1. Our comparison between algorithms
In a famous article in this journal (Dale & Reiter, 1995), Dale and Reiter discussed algorithms that had been proposed for the generation of referring expressions and compared them to a new algorithm, which has come to be known as the Incremental Algorithm (IA). Essentially, their article makes two claims: (a) IA produces referring expressions that are more similar to the ones produced by human speakers than its two main competitors (the Full Brevity and the Greedy algorithm) and (b) IA is computationally more efficient than these competitors. They concluded, essentially, that IA is superior.

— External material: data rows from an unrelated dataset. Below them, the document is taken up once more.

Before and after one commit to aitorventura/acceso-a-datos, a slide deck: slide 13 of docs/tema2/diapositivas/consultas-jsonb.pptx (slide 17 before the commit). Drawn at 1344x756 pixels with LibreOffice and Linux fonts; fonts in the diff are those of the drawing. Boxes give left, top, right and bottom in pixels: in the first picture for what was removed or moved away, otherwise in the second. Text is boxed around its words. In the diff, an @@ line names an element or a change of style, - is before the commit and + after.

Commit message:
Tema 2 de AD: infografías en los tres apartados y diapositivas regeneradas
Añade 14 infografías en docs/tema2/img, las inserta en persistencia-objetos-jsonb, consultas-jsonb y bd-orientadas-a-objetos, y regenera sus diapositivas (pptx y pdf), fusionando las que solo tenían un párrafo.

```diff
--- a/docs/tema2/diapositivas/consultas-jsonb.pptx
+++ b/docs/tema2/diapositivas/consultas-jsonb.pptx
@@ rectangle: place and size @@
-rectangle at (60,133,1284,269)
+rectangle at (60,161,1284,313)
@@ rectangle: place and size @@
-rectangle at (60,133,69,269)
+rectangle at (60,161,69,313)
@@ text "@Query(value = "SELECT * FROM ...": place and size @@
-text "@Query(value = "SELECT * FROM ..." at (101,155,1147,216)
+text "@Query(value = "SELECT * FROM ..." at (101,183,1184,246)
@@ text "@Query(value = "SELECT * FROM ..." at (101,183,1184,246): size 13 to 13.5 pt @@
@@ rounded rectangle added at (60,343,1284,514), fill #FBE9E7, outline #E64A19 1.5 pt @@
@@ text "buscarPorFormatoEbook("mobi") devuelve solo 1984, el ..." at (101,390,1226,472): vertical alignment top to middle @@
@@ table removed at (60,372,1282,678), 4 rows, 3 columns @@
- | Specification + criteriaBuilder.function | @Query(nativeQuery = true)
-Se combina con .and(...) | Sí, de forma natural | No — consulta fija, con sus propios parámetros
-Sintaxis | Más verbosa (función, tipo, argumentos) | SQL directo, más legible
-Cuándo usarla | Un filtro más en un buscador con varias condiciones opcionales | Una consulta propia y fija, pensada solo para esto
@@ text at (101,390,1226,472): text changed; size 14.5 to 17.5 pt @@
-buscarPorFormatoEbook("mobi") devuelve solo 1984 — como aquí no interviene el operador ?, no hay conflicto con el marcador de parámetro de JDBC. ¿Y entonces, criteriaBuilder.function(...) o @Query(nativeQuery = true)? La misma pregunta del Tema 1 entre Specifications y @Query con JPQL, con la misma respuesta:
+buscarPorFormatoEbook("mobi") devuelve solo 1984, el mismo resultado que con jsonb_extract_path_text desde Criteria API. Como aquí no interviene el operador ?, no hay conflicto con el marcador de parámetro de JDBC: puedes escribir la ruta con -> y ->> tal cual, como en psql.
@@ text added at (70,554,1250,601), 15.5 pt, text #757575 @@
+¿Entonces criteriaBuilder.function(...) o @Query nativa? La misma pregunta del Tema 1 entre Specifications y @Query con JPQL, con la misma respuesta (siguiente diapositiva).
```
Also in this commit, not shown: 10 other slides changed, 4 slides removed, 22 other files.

Our article details the TUNA experiment, a systematic attempt to assess these two claims. TUNA compared the performance of the IA and its competitors on a corpus of referring expressions that resulted from an experiment in which subjects were asked to refer to objects to an imaginary listener. In a nutshell, we found that IA is not always superior to its competitors.The performance of IA turned out to depend strongly on a parameter not specified by Dale and Reiter, namely the Preference Order (PO) of attributes. By determining in what order the IA examines attributes (e.g., colour, size, etc.), the PO influences the likelihood with which an attribute is included in an expression generated by the IA. Different POs thus lead to different referring expressions. Some POs make IA superior to its competitors; others make it inferior. Crucially, our study suggested that it is difficult to predict whether a given PO will make IA superior to its competitors. And, given that the IA's competitors performed quite reliably, we speculated that, confronted with a new domain for which no corpus is available, practitioners in Natural Language Generation might be wise to use one of these competitors, instead of the IA.

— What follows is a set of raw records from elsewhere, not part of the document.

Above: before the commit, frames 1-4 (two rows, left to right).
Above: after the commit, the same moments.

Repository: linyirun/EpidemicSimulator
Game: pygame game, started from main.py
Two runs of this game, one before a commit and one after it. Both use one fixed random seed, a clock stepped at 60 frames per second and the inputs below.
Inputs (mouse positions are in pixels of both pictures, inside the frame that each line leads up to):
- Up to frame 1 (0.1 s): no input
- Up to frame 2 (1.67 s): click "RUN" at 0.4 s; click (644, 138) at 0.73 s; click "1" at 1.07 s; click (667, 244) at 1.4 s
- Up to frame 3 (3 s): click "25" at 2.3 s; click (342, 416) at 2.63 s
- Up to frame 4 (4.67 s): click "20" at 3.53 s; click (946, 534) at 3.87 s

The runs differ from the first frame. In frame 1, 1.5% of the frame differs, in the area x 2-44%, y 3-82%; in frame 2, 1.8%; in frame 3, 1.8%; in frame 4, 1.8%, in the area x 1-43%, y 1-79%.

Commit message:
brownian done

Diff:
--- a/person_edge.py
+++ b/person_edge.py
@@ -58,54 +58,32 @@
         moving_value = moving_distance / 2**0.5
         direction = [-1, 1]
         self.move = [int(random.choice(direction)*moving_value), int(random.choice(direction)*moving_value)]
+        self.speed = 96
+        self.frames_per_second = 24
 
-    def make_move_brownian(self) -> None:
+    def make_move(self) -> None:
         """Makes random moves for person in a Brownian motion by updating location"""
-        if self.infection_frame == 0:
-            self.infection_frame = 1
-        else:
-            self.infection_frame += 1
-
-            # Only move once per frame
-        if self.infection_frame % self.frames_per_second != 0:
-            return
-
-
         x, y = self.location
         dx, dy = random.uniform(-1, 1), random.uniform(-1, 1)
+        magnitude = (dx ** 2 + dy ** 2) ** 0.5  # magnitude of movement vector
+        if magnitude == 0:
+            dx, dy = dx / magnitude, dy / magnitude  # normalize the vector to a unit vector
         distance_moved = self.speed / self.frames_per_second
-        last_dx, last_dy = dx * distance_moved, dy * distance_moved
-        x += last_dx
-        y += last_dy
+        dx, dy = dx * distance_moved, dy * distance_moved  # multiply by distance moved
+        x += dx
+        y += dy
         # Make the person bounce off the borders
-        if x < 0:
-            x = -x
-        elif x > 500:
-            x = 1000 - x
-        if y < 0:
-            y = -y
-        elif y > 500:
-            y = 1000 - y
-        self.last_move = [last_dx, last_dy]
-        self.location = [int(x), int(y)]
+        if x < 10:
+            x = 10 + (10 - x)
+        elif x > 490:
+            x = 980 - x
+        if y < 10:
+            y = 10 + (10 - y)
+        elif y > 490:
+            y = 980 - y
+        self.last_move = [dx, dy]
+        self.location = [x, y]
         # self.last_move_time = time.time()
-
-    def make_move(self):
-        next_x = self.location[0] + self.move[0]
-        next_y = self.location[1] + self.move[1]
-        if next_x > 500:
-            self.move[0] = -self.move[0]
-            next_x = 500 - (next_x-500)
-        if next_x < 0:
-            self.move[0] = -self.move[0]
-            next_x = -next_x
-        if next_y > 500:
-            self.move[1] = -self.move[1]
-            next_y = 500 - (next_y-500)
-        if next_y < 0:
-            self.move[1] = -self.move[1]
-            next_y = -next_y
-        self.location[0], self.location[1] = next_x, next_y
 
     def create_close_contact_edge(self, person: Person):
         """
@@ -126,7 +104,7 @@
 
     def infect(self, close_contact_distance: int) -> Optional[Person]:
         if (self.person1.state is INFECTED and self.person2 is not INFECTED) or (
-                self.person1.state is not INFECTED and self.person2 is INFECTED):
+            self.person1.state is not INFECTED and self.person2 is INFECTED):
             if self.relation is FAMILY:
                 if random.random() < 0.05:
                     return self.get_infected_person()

2. Krahmer et al.’s study of small domains
Krahmer and colleagues wondered how difficult it is to find ‘‘good’’ POs for IA. They decided to use one of the methods proposed in our article, namely to determine POs by counting the frequencies of attributes in the TUNA corpus. They did not focus on the corpus as a whole, however, but on tiny parts of the corpus. The TUNA corpus consists of two parts: the furniture corpus, consisting of stylized pictures of furniture; and the people corpus, consisting of descriptions of photographic portraits. The authors found that, for furniture, tiny samples suffice to construct an IA that performs as well as their best-performing IA; for the people corpus, the results were more varied, though small samples still tended to perform well.

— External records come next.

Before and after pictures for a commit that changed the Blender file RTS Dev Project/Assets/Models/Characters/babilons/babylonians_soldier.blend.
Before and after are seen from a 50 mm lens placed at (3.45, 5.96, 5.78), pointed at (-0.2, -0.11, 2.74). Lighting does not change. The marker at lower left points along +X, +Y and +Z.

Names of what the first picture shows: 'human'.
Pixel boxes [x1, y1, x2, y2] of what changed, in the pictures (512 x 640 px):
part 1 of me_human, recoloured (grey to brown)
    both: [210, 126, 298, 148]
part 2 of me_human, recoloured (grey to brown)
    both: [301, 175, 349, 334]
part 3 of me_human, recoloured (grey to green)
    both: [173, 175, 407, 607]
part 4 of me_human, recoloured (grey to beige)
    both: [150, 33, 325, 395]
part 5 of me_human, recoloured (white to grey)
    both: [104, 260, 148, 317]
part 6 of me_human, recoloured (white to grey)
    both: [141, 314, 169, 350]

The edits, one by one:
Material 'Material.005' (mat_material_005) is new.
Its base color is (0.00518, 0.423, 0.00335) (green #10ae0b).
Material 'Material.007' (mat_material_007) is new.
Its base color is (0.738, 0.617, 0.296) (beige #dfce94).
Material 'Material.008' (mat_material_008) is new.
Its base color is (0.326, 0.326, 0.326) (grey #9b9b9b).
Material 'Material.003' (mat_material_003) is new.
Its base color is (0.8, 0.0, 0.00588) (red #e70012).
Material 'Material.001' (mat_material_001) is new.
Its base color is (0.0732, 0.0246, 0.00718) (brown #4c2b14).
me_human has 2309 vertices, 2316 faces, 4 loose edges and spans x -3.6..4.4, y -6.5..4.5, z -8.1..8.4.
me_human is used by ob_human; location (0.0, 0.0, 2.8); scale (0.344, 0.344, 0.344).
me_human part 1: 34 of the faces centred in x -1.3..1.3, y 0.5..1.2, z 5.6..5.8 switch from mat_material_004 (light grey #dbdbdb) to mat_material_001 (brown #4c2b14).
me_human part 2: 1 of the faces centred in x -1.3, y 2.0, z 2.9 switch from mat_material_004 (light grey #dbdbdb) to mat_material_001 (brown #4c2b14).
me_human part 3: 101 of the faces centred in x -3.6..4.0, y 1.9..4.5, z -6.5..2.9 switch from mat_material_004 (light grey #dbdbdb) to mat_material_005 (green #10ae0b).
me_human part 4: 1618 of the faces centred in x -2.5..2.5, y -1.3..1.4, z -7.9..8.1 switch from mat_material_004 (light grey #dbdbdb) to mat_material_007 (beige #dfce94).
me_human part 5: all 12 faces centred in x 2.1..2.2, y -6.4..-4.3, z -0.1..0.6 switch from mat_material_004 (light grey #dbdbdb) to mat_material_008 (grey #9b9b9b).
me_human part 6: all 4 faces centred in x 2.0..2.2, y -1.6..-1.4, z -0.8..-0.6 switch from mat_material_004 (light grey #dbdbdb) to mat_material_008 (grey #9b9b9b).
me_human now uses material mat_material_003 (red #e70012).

Their procedure went like this: They computed DICE and PRP scores (these are metrics that measure how ‘‘human-like” the expressions generated by an algorithm are; see our article for definitions) for samples consisting of 1, 5, 10, 20, 30, 40, 50, and (roughly) 150 descriptions, that is, at eight different levels. Larger samples might be expected to lead to better IAs, because they give a more accurate picture of language use. The authors show, however, that for the furniture corpus, a ‘‘ceiling” is reached with as few as 5 descriptions; for the people corpus, a DICE ceiling is reached at 10 descriptions, whereas a PRP ceiling is reached at 40. The ceiling is defined as the lowest level that did not score significantly worse than the IA associated with the highest level (i.e., level 8).
3. What can one learn from small domains?
We make a number of observations, starting with what we see as the main strength of the Letter.
- 1 Where we agree: To find that, in some domains, a tiny amount of data suffices to construct a well-performing reference production algorithm is genuinely interesting, and reminiscent of calculations showing that complex Bayesian decision making can often be approximated very well through small samples (Vul, Goodman, Griffiths, & Tenenbaum, 2009, and the references contained therein). Let us place these results in context. TUNA's two domains were both tiny (involving just six distractors, offered in a neat visual arrangement on a small computer screen). Nonetheless, the people corpus made it substantially harder to find a version of IA that beats its competitors than the even simpler furniture corpus. (Krahmer et al. find analogous differences between the two, with higher ceilings for the people corpus.) One wonders, therefore, how difficult it is to find ‘‘good” POs for truly complex domains, as when we point out a person in a crowd, or when we refer to a place that the speaker and the listener once visited together. We believe that the real challenge for research on reference lies in such ‘‘real-world” domains—a position for which we find support in Krahmer and van Deemter (2012), which gives us confidence that we may be able to find common ground with the authors of the Letter.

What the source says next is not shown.